The satisfaction of our desire for human connection is in sharing the life of God. ‘And this is eternal life,’ our Lord prays in the Gospel we read today at liturgy (John 17.1-11), ‘that they know you the only true God, and Jesus Christ whom you have sent.’ This knowledge is personal: the Father is in the Son, the Son is in the Father, and the Son is among his people and is glorified in us by having us brought into the intimacy of the Father’s bosom by the Son who was begotten of him. We eat the Son’s body and drink his blood; that this is the deepest human connection is a statement of judgment against the secularization of this communion into ideology. There is no flesh and no blood in an ideology. Values are not what we long for. As political theorists as diverse as Benedict Anderson, Bill Cavanaugh, and Gil Anidjar have shown, the secularization of the connectivity of the Eucharist into the political borders of the modern nation-state and the networks of global capitalism have been unsatisfying counterfeits, sometimes leading even to genocide. We in the Kyivan Church here in Chicago agree: last night, we had a concert in Millennium Park commemorating the eighty-fifth anniversary of the Holodomor, the Ukrainian genocide famine ostensibly based on class warfare but really about a kind of Stalinist retrogressive nationalism. At that concert, the speakers condemned genocide in all its forms, including against indigenous peoples in the United States and against Palestinians by the State of Israel. As the theologian Henri de Lubac suggests in Corpus Mysticum, the turning of the Eucharist into a kind of ideology of connection can turn into justifications for the state to render what it considers threats to the body politic killable. So too, perhaps the strongest statements that Marx makes in the first volume of Capital are against the ‘transubstantiation’ of objects into the fetishized magic of commodities that circulate in global markets as capital and necessitate global colonization, the turning of persons themselves into cogs in a market machine. The secularization of the Eucharist has bred modern tragedy. We are not made for such oppression.

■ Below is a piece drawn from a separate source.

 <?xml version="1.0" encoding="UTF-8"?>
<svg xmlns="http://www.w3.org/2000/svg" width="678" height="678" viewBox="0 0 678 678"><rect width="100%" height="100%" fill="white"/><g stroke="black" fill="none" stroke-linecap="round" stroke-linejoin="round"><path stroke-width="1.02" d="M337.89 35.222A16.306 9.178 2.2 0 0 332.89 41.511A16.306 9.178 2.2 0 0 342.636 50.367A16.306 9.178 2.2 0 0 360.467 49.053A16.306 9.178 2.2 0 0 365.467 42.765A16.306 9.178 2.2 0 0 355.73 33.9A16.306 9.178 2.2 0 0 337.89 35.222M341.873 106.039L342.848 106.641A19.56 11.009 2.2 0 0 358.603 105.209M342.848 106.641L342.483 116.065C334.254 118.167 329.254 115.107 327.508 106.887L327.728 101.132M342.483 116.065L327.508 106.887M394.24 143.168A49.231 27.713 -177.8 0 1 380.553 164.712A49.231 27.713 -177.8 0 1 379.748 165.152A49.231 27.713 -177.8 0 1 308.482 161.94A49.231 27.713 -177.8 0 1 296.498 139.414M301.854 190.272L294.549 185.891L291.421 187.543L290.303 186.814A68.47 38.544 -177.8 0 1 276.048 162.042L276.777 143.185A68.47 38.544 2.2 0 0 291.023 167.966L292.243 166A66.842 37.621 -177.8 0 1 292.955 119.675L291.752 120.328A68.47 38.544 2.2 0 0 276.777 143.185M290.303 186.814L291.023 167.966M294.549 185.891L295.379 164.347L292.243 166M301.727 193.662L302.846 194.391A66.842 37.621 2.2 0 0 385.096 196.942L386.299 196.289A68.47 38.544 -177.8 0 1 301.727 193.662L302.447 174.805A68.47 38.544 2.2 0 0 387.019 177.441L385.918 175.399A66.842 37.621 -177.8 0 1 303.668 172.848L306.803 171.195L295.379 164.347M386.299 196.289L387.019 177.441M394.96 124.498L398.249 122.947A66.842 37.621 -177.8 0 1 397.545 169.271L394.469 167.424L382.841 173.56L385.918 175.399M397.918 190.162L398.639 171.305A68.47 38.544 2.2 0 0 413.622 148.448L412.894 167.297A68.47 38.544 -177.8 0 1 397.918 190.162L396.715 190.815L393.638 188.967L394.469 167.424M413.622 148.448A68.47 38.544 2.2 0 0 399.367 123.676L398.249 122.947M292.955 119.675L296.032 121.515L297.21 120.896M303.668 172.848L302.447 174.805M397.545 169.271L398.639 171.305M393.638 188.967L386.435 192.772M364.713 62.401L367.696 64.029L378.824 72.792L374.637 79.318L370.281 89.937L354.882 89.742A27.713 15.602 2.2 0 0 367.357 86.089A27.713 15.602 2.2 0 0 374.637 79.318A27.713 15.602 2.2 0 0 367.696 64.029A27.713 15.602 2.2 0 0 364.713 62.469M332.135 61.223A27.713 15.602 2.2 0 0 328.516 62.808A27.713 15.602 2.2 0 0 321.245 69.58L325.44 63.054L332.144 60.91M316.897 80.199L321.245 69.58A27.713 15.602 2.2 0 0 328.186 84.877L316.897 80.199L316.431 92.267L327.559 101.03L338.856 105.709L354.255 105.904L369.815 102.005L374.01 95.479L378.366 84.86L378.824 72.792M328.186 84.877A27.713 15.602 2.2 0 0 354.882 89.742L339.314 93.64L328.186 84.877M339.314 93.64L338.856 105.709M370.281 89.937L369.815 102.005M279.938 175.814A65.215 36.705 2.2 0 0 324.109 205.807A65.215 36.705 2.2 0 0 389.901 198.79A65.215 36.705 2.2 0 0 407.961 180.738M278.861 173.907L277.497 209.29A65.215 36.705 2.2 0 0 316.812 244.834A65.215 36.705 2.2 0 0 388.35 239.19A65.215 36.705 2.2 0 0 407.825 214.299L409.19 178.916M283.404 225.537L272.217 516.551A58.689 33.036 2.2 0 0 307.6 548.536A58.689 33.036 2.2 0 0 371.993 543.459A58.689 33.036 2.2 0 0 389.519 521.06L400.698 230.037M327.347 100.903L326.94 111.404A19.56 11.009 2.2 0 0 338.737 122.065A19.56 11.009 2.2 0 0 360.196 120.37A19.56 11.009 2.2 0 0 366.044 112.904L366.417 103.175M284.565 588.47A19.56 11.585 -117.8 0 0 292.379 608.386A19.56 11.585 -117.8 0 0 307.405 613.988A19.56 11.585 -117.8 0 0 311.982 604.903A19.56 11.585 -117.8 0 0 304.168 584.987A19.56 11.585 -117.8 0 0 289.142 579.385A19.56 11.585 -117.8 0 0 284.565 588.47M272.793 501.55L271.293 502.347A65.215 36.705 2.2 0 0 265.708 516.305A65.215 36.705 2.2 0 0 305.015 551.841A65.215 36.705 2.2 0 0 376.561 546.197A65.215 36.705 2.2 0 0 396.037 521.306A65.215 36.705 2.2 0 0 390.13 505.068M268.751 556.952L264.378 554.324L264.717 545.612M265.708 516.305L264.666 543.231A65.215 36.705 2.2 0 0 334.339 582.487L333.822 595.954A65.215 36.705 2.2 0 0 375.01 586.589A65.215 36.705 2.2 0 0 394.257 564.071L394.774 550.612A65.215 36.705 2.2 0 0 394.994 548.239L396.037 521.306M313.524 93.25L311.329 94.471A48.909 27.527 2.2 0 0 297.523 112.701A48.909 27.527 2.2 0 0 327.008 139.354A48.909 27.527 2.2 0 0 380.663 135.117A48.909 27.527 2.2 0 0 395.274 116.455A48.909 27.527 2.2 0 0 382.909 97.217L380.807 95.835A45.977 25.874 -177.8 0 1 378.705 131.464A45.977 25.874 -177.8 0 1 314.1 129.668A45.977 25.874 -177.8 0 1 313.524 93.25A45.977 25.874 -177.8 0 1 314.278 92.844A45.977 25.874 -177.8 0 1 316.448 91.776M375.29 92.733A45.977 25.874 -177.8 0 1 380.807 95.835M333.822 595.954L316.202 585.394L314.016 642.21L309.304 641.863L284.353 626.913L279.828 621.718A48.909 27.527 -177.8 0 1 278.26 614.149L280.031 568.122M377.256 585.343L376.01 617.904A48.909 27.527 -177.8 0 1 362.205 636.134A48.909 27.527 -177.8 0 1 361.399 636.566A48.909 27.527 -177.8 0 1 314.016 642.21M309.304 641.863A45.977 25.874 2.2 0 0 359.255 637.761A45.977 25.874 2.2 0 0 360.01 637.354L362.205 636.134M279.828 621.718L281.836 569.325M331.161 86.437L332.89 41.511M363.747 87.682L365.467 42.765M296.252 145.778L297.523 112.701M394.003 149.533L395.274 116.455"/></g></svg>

The Church invites her people thus to rediscover the source of personal connection. It is not in ideology. It is instead in the offering of Jesus Christ for him to quite literally be in us, that we may be caught up in the life of the Triune God. Having partaken of the Eucharist, we are sent out from the Divine Liturgy on this anti-colonial mission, to expose the oppression wrought in the world by the secularization of Christian communion and to invite it to return to the God who forgives and draws us into the fullness of his life.

Today is the third of ten Mission Days in the Kyivan Church from Ascension to Pentecost.